Hier nocheinmal Yevgenias Aufforderung zum Nachhören:
Mischa Gabowitsch spezifiziert: Kritisch sein heißt auch, Aufmerksam und kritisch Informationen zu sammeln: IM Falle der Ukraine heißt das zum Beispiel:
Reinhard Weißhuhn zieht den Bogen zur DDR und bemerkt, dass Kritiker in der DDR die von der SED kontrollierten Nachrichten in der Regel für reine Propagandawerkzeuge hielten. Daher war man geneigt, alles außerhalb der eigenen Mauerseite für wahrer zu halten und gierte nach Informationen aus dem Westen. Heute, wo die Medienlandschaft komplexer und oft scheinbar freier aufgebaut ist, ist es eine größere Herausforderung an den Einzelnen, sich Informationen zu beschaffen und diese kritisch zu beleuchten: “die eigene Bewertung der Informationen ist letztlich Maßgeblich für das eigene Bild, das man sich von einer Situation macht”
Neben den Medien, die über den ganzen Zeitraum des Gesprächs eine große Rolle spielen, kristallisieren sich noch zwei weitere Kernthemen heraus, die bei den Revolutionen im Osten seit der DDR eine Rolle gespielt haben, bzw. sie heute noch spielen: Die von Stephan Bickhardt so betitelte “Selbstermächtigung des Menschen” um die frei werdende Energie während einer Protestwelle in geordnete, bleibende Strukturen zu überführen und der Abschied vom Marxismus, einhergehend mit der drohenden Gefahr ins Rechte politische Lager abzurutschen.

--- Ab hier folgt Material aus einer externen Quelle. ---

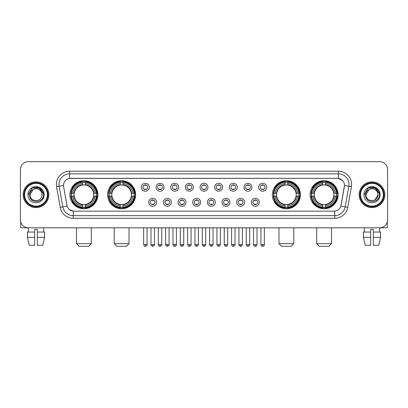 <?xml version="1.0" encoding="UTF-8"?>
<svg xmlns="http://www.w3.org/2000/svg" width="408" height="408" viewBox="0 0 408 408"><rect width="100%" height="100%" fill="white"/><g stroke="black" fill="none" stroke-linecap="round" stroke-linejoin="round"><path stroke-width="0.61" d="M107.595 194.738A14.02 14.02 0 0 0 121.62 208.763A14.02 14.02 0 0 0 135.64 194.738A14.02 14.02 0 0 0 121.62 180.719A14.02 14.02 0 0 0 107.595 194.738M272.36 194.738A14.02 14.02 0 0 0 286.38 208.763A14.02 14.02 0 0 0 300.405 194.738A14.02 14.02 0 0 0 286.38 180.719A14.02 14.02 0 0 0 272.36 194.738M310.085 194.738A14.02 14.02 0 0 0 324.105 208.763A14.02 14.02 0 0 0 338.13 194.738A14.02 14.02 0 0 0 324.105 180.719A14.02 14.02 0 0 0 310.085 194.738M69.87 194.738A14.02 14.02 0 0 0 83.895 208.763A14.02 14.02 0 0 0 97.915 194.738A14.02 14.02 0 0 0 83.895 180.719A14.02 14.02 0 0 0 69.87 194.738M156.672 202.281A3.968 3.968 0 0 1 152.704 206.249A3.968 3.968 0 0 1 148.736 202.281A3.968 3.968 0 0 1 152.704 198.314A3.968 3.968 0 0 1 156.672 202.281M150.322 202.281A2.382 2.382 0 0 0 152.704 204.663A2.382 2.382 0 0 0 155.086 202.281A2.382 2.382 0 0 0 152.704 199.9A2.382 2.382 0 0 0 150.322 202.281M171.329 202.281A3.968 3.968 0 0 1 167.362 206.249A3.968 3.968 0 0 1 163.389 202.281A3.968 3.968 0 0 1 167.362 198.314A3.968 3.968 0 0 1 171.329 202.281M164.98 202.281A2.382 2.382 0 0 0 167.362 204.663A2.382 2.382 0 0 0 169.738 202.281A2.382 2.382 0 0 0 167.362 199.9A2.382 2.382 0 0 0 164.98 202.281M185.982 202.281A3.968 3.968 0 0 1 182.014 206.249A3.968 3.968 0 0 1 178.046 202.281A3.968 3.968 0 0 1 182.014 198.314A3.968 3.968 0 0 1 185.982 202.281M179.632 202.281A2.382 2.382 0 0 0 182.014 204.663A2.382 2.382 0 0 0 184.396 202.281A2.382 2.382 0 0 0 182.014 199.9A2.382 2.382 0 0 0 179.632 202.281M200.639 202.281A3.968 3.968 0 0 1 196.671 206.249A3.968 3.968 0 0 1 192.704 202.281A3.968 3.968 0 0 1 196.671 198.314A3.968 3.968 0 0 1 200.639 202.281M194.29 202.281A2.382 2.382 0 0 0 196.671 204.663A2.382 2.382 0 0 0 199.053 202.281A2.382 2.382 0 0 0 196.671 199.9A2.382 2.382 0 0 0 194.29 202.281M215.296 202.281A3.968 3.968 0 0 1 211.329 206.249A3.968 3.968 0 0 1 207.361 202.281A3.968 3.968 0 0 1 211.329 198.314A3.968 3.968 0 0 1 215.296 202.281M208.947 202.281A2.382 2.382 0 0 0 211.329 204.663A2.382 2.382 0 0 0 213.71 202.281A2.382 2.382 0 0 0 211.329 199.9A2.382 2.382 0 0 0 208.947 202.281M229.954 202.281A3.968 3.968 0 0 1 225.986 206.249A3.968 3.968 0 0 1 222.018 202.281A3.968 3.968 0 0 1 225.986 198.314A3.968 3.968 0 0 1 229.954 202.281M223.604 202.281A2.382 2.382 0 0 0 225.986 204.663A2.382 2.382 0 0 0 228.368 202.281A2.382 2.382 0 0 0 225.986 199.9A2.382 2.382 0 0 0 223.604 202.281M244.611 202.281A3.968 3.968 0 0 1 240.638 206.249A3.968 3.968 0 0 1 236.671 202.281A3.968 3.968 0 0 1 240.638 198.314A3.968 3.968 0 0 1 244.611 202.281M238.262 202.281A2.382 2.382 0 0 0 240.638 204.663A2.382 2.382 0 0 0 243.02 202.281A2.382 2.382 0 0 0 240.638 199.9A2.382 2.382 0 0 0 238.262 202.281M259.264 202.281A3.968 3.968 0 0 1 255.296 206.249A3.968 3.968 0 0 1 251.328 202.281A3.968 3.968 0 0 1 255.296 198.314A3.968 3.968 0 0 1 259.264 202.281M252.914 202.281A2.382 2.382 0 0 0 255.296 204.663A2.382 2.382 0 0 0 257.678 202.281A2.382 2.382 0 0 0 255.296 199.9A2.382 2.382 0 0 0 252.914 202.281M149.343 187.252A3.968 3.968 0 0 1 145.376 191.225A3.968 3.968 0 0 1 141.408 187.252A3.968 3.968 0 0 1 145.376 183.284A3.968 3.968 0 0 1 149.343 187.252M142.994 187.252A2.382 2.382 0 0 0 145.376 189.633A2.382 2.382 0 0 0 147.757 187.252A2.382 2.382 0 0 0 145.376 184.875A2.382 2.382 0 0 0 142.994 187.252M164.001 187.252A3.968 3.968 0 0 1 160.033 191.225A3.968 3.968 0 0 1 156.065 187.252A3.968 3.968 0 0 1 160.033 183.284A3.968 3.968 0 0 1 164.001 187.252M157.651 187.252A2.382 2.382 0 0 0 160.033 189.633A2.382 2.382 0 0 0 162.415 187.252A2.382 2.382 0 0 0 160.033 184.875A2.382 2.382 0 0 0 157.651 187.252M178.658 187.252A3.968 3.968 0 0 1 174.685 191.225A3.968 3.968 0 0 1 170.717 187.252A3.968 3.968 0 0 1 174.685 183.284A3.968 3.968 0 0 1 178.658 187.252M172.309 187.252A2.382 2.382 0 0 0 174.685 189.633A2.382 2.382 0 0 0 177.067 187.252A2.382 2.382 0 0 0 174.685 184.875A2.382 2.382 0 0 0 172.309 187.252M193.31 187.252A3.968 3.968 0 0 1 189.343 191.225A3.968 3.968 0 0 1 185.375 187.252A3.968 3.968 0 0 1 189.343 183.284A3.968 3.968 0 0 1 193.31 187.252M186.961 187.252A2.382 2.382 0 0 0 189.343 189.633A2.382 2.382 0 0 0 191.724 187.252A2.382 2.382 0 0 0 189.343 184.875A2.382 2.382 0 0 0 186.961 187.252M207.968 187.252A3.968 3.968 0 0 1 204 191.225A3.968 3.968 0 0 1 200.032 187.252A3.968 3.968 0 0 1 204 183.284A3.968 3.968 0 0 1 207.968 187.252M201.618 187.252A2.382 2.382 0 0 0 204 189.633A2.382 2.382 0 0 0 206.382 187.252A2.382 2.382 0 0 0 204 184.875A2.382 2.382 0 0 0 201.618 187.252M222.625 187.252A3.968 3.968 0 0 1 218.657 191.225A3.968 3.968 0 0 1 214.69 187.252A3.968 3.968 0 0 1 218.657 183.284A3.968 3.968 0 0 1 222.625 187.252M216.276 187.252A2.382 2.382 0 0 0 218.657 189.633A2.382 2.382 0 0 0 221.039 187.252A2.382 2.382 0 0 0 218.657 184.875A2.382 2.382 0 0 0 216.276 187.252M237.283 187.252A3.968 3.968 0 0 1 233.315 191.225A3.968 3.968 0 0 1 229.342 187.252A3.968 3.968 0 0 1 233.315 183.284A3.968 3.968 0 0 1 237.283 187.252M230.933 187.252A2.382 2.382 0 0 0 233.315 189.633A2.382 2.382 0 0 0 235.691 187.252A2.382 2.382 0 0 0 233.315 184.875A2.382 2.382 0 0 0 230.933 187.252M251.935 187.252A3.968 3.968 0 0 1 247.967 191.225A3.968 3.968 0 0 1 243.999 187.252A3.968 3.968 0 0 1 247.967 183.284A3.968 3.968 0 0 1 251.935 187.252M245.585 187.252A2.382 2.382 0 0 0 247.967 189.633A2.382 2.382 0 0 0 250.349 187.252A2.382 2.382 0 0 0 247.967 184.875A2.382 2.382 0 0 0 245.585 187.252M266.592 187.252A3.968 3.968 0 0 1 262.625 191.225A3.968 3.968 0 0 1 258.657 187.252A3.968 3.968 0 0 1 262.625 183.284A3.968 3.968 0 0 1 266.592 187.252M260.243 187.252A2.382 2.382 0 0 0 262.625 189.633A2.382 2.382 0 0 0 265.006 187.252A2.382 2.382 0 0 0 262.625 184.875A2.382 2.382 0 0 0 260.243 187.252M60.221 207.356L56.579 186.721A13.229 13.229 0 0 1 69.605 171.197L338.395 171.197A13.229 13.229 0 0 1 351.421 186.721L347.779 207.356A13.229 13.229 0 0 1 334.754 218.285L73.246 218.285A13.229 13.229 0 0 1 60.221 207.356L62.822 206.897L59.185 186.262A10.582 10.582 0 0 1 69.605 173.839L338.395 173.839A10.582 10.582 0 0 1 348.815 186.262L345.178 206.897A10.582 10.582 0 0 1 334.754 215.638L73.246 215.638A10.582 10.582 0 0 1 62.822 206.897L67.116 206.137L63.633 186.721A7.145 7.145 0 0 1 70.666 178.337L337.334 178.337A7.145 7.145 0 0 1 344.367 186.721L341.103 205.239A7.145 7.145 0 0 1 334.07 211.145L73.93 211.145A7.145 7.145 0 0 1 66.897 205.239L63.633 186.721L63.602 184.421M71.13 196.064A12.832 12.832 0 0 1 71.13 193.417M311.345 196.064A12.832 12.832 0 0 1 311.345 193.417M273.62 196.064A12.832 12.832 0 0 1 273.62 193.417M108.854 196.064A12.832 12.832 0 0 1 108.854 193.417M23.18 194.738A12.832 12.832 0 0 0 36.011 207.57A12.832 12.832 0 0 0 48.838 194.738A12.832 12.832 0 0 0 36.011 181.912A12.832 12.832 0 0 0 23.18 194.738M359.162 194.738A12.832 12.832 0 0 0 371.989 207.57A12.832 12.832 0 0 0 384.82 194.738A12.832 12.832 0 0 0 371.989 181.912A12.832 12.832 0 0 0 359.162 194.738M69.605 171.197L69.605 178.418L337.334 178.337L338.395 178.418L342.383 180.428M334.07 211.145L73.93 211.145M73.246 218.285L73.246 211.109L69.431 209.549M351.421 186.721L344.48 185.497L340.884 206.137L347.779 207.356M387.6 169.606A7.936 7.936 0 0 0 379.664 161.67L28.336 161.67A7.936 7.936 0 0 0 20.4 169.606L20.4 219.871A7.936 7.936 0 0 0 28.336 227.812L379.664 227.812A7.936 7.936 0 0 0 387.6 219.871L387.6 169.606L387.6 219.871M20.4 169.606L20.4 219.871M379.664 161.67L28.336 161.67M28.453 232.045L28.336 227.812L379.664 227.812L379.547 232.045M20.665 221.906L20.665 227.812L51.352 227.812M27.377 232.045L27.377 237.334L29.259 245.269L27.377 237.334L27.377 232.045L34.685 232.045L34.685 229.398L37.332 229.398L37.332 232.045L44.64 232.045L44.64 237.334L42.758 245.269L44.64 237.334L37.332 237.334L37.332 232.045L37.332 245.269L42.758 245.269M43.682 227.812L43.564 232.045M34.685 232.045L34.685 245.269L29.259 245.269M27.377 237.334L34.685 237.334M47.384 194.738A11.378 11.378 0 0 0 36.011 183.365A11.378 11.378 0 0 0 24.633 194.738A11.378 11.378 0 0 0 36.011 206.117A11.378 11.378 0 0 0 47.384 194.738M47.915 194.738A11.903 11.903 0 0 0 36.011 182.835A11.903 11.903 0 0 0 24.103 194.738A11.903 11.903 0 0 0 36.011 206.647A11.903 11.903 0 0 0 47.915 194.738M48.705 194.738A12.699 12.699 0 0 0 36.011 182.044A12.699 12.699 0 0 0 23.312 194.738A12.699 12.699 0 0 0 36.011 207.437A12.699 12.699 0 0 0 48.705 194.738M41.774 193.152L41.988 194.738C42.355 202.455 29.662 202.455 30.029 194.738L33.017 189.562L34.527 188.95C31.564 189.756 29.917 191.684 29.585 194.738C28.948 203.837 43.763 203.602 43.493 194.738C43.539 192.229 42.605 190.154 40.698 188.511C38.964 187.246 37.031 186.747 34.91 187.022C38.821 187.328 41.106 189.373 41.774 193.152L41.988 194.738C42.355 202.455 29.662 202.455 30.029 194.738L33.017 189.562L34.527 188.95L33.017 189.562L30.029 194.738L33.017 189.562L34.527 188.95L33.017 189.562L30.029 194.738L33.017 189.562L34.527 188.95L33.017 189.562L30.029 194.738L33.017 189.562L34.527 188.95A5.977 5.977 0 0 1 41.774 193.152L41.988 194.738C42.355 202.455 29.662 202.455 30.029 194.738C29.662 202.455 42.355 202.455 41.988 194.738C42.355 202.455 29.662 202.455 30.029 194.738C29.662 202.455 42.355 202.455 41.988 194.738C42.355 202.455 29.662 202.455 30.029 194.738M27.912 194.738A8.094 8.094 0 0 0 36.011 202.837A8.094 8.094 0 0 0 44.105 194.738A8.094 8.094 0 0 0 36.011 186.645A8.094 8.094 0 0 0 27.912 194.738M34.91 187.022L32.11 187.986L28.213 194.738L32.11 187.986L39.907 187.986L43.804 194.738L39.907 187.986L32.11 187.986L28.213 194.738L32.11 187.986L39.907 187.986L43.804 194.738L39.907 187.986L32.11 187.986L28.213 194.738L32.11 187.986L39.907 187.986L43.804 194.738M88.653 246.33L79.132 246.33L76.485 243.683L91.3 243.683L88.653 246.33M85.216 207.264L85.216 207.794A13.122 13.122 0 0 0 96.946 196.064L96.416 196.064A12.592 12.592 0 0 1 85.216 207.264L85.216 206.04A11.378 11.378 0 0 0 95.192 196.064L93.59 196.064A9.787 9.787 0 0 0 85.216 185.043L85.216 182.218A12.592 12.592 0 0 1 96.416 193.417L96.946 193.417A13.122 13.122 0 0 0 85.216 181.688L85.216 182.218M71.369 196.064L70.839 196.064A13.122 13.122 0 0 0 82.569 207.794L82.569 207.264A12.592 12.592 0 0 1 71.369 196.064L72.593 196.064A11.378 11.378 0 0 0 82.569 206.04L82.569 204.439A9.787 9.787 0 0 0 93.59 196.064L93.983 196.064A10.175 10.175 0 0 1 85.216 204.831L85.216 206.04M82.569 182.218L82.569 181.688A13.122 13.122 0 0 0 70.839 193.417L71.369 193.417A12.592 12.592 0 0 1 82.569 182.218L82.569 183.442A11.378 11.378 0 0 0 72.593 193.417L74.195 193.417A9.787 9.787 0 0 0 82.569 204.439L82.569 204.831A10.175 10.175 0 0 1 73.802 196.064L72.593 196.064M71.395 196.064A12.566 12.566 0 0 1 71.395 193.417M85.216 182.243A12.566 12.566 0 0 0 82.569 182.243M96.39 193.417A12.566 12.566 0 0 1 96.39 196.064M96.416 193.417L95.192 193.417A11.378 11.378 0 0 0 85.216 183.442M95.192 196.064L96.416 196.064M82.569 206.04L82.569 207.264M93.59 193.417L95.192 193.417M85.216 204.454L85.216 204.831M82.569 204.439A9.787 9.787 0 0 1 74.195 196.064L73.802 196.064M85.216 207.239A12.566 12.566 0 0 1 82.569 207.239M72.593 193.417L71.369 193.417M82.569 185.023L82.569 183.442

Yevgenia über die Entwicklungen, die aus den Protesten des Maidans hervorgegangen sind:
“Maidan hat nie ein eigenes Protestprogramm geschaffen, keine Systemverändernden und menschrechtlichen Forderungen gestellt. Die Bewegung ist somit eine einzige, große Projektionsfläche. Für Russland, die der Bewegung faschistische Motivation unterstellt, oder für Europa, die den Ruf nach Freiheit in die Bewegung interpretieren. Wir müssen in der Ukraine Plattformen schaffen, die die Bewegung in eine stabile Struktur und in echte Forderungen überführen können! Bickhardt stimmte diesen Forderungen zu und ergänzte, dass die “selbstermächtigte Zivilgesellschaft” gemeinsam mit einer modernen Kirche eine starke Partnerschaft zu diesem Zwecke eingehen könnte.
Vor allem während der Diskussion mit dem Publikum werden dann Beiträge laut, die die Besorgnis äußern, dass die Abkehr vom Marxismus zu einer Hinwendung zum Nationalismus bzw. Faschismus in den ehemals sowjetisch geführten Ländern geführt hätte. Mischa Gabowitsch erwidert darauf, dass die durch deutsche Geschichte geprägten Begriffe nur mit Vorsicht auf andere Länder und andere Zeiten anzuwenden sind. Hinter der Fassade des rechten Flügels in der Ukraine verberge sich eine gänzlich andere Idee oder Ideologie wie hierzulande bei den Nationalsozialisten üblich sei. “Die national ausgerichtete Partei in der Ukraine wurde zum Beispiel als Protest gegen die anderen Möglichkeiten gewählt. Das heißt nicht, dass deswegen 10% der Bevölkerung Nationalisten sind”
Und wieder betont er einen der Wahlsprüche dieses Erzählcafés: “Wer verstehen will, was jetzt dort im Osten passiert, der muss sich von seinen eigenen, normativen Begrifflichkeiten entfernen!”